● **Problem to solve**: Below are some records; quote exactly the lines from the one that contains "Colour E replaces colour C in rows 38" through the one that contains "Colour D replaces colour B in rows 69", inclusive, and no others.

● **Data under study**:

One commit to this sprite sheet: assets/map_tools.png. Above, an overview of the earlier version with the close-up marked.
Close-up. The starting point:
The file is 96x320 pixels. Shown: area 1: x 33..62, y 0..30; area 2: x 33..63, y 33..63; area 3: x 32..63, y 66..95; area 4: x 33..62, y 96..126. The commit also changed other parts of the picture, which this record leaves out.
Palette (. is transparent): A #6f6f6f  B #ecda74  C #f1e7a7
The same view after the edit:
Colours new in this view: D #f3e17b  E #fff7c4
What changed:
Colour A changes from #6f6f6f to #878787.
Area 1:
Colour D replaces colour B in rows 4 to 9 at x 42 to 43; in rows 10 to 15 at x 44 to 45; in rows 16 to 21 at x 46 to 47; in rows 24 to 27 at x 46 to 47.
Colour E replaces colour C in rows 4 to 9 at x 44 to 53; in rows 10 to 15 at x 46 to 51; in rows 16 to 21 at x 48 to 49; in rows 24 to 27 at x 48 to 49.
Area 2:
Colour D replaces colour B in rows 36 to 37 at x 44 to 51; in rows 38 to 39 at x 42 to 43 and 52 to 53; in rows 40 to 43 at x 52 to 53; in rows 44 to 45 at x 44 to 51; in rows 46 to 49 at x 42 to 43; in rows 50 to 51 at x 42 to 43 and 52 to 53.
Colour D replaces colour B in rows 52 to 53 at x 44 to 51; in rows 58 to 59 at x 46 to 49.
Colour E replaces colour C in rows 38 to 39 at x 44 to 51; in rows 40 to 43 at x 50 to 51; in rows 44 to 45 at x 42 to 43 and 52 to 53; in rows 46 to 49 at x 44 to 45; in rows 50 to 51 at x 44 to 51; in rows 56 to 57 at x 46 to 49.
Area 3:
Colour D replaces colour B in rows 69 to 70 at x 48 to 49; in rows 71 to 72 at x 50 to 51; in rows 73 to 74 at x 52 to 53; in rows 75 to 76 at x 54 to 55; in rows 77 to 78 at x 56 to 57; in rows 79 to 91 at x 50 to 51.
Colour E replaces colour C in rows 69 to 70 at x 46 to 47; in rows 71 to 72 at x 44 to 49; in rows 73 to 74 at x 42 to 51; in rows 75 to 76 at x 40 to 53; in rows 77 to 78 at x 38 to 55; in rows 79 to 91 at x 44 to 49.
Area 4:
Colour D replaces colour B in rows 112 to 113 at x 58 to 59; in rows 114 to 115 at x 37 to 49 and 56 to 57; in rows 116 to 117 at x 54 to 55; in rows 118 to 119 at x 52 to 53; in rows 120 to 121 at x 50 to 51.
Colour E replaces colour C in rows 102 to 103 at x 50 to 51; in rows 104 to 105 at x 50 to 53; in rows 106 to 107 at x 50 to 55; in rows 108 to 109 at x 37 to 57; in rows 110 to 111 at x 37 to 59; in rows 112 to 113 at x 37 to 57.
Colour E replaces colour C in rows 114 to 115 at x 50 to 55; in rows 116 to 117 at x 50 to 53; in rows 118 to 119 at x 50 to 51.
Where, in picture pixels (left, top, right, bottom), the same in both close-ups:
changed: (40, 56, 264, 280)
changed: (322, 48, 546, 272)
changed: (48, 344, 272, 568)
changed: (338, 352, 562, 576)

● **Exercise answer**:
Colour E replaces colour C in rows 38 to 39 at x 44 to 51; in rows 40 to 43 at x 50 to 51; in rows 44 to 45 at x 42 to 43 and 52 to 53; in rows 46 to 49 at x 44 to 45; in rows 50 to 51 at x 44 to 51; in rows 56 to 57 at x 46 to 49.
Area 3:
Colour D replaces colour B in rows 69 to 70 at x 48 to 49; in rows 71 to 72 at x 50 to 51; in rows 73 to 74 at x 52 to 53; in rows 75 to 76 at x 54 to 55; in rows 77 to 78 at x 56 to 57; in rows 79 to 91 at x 50 to 51.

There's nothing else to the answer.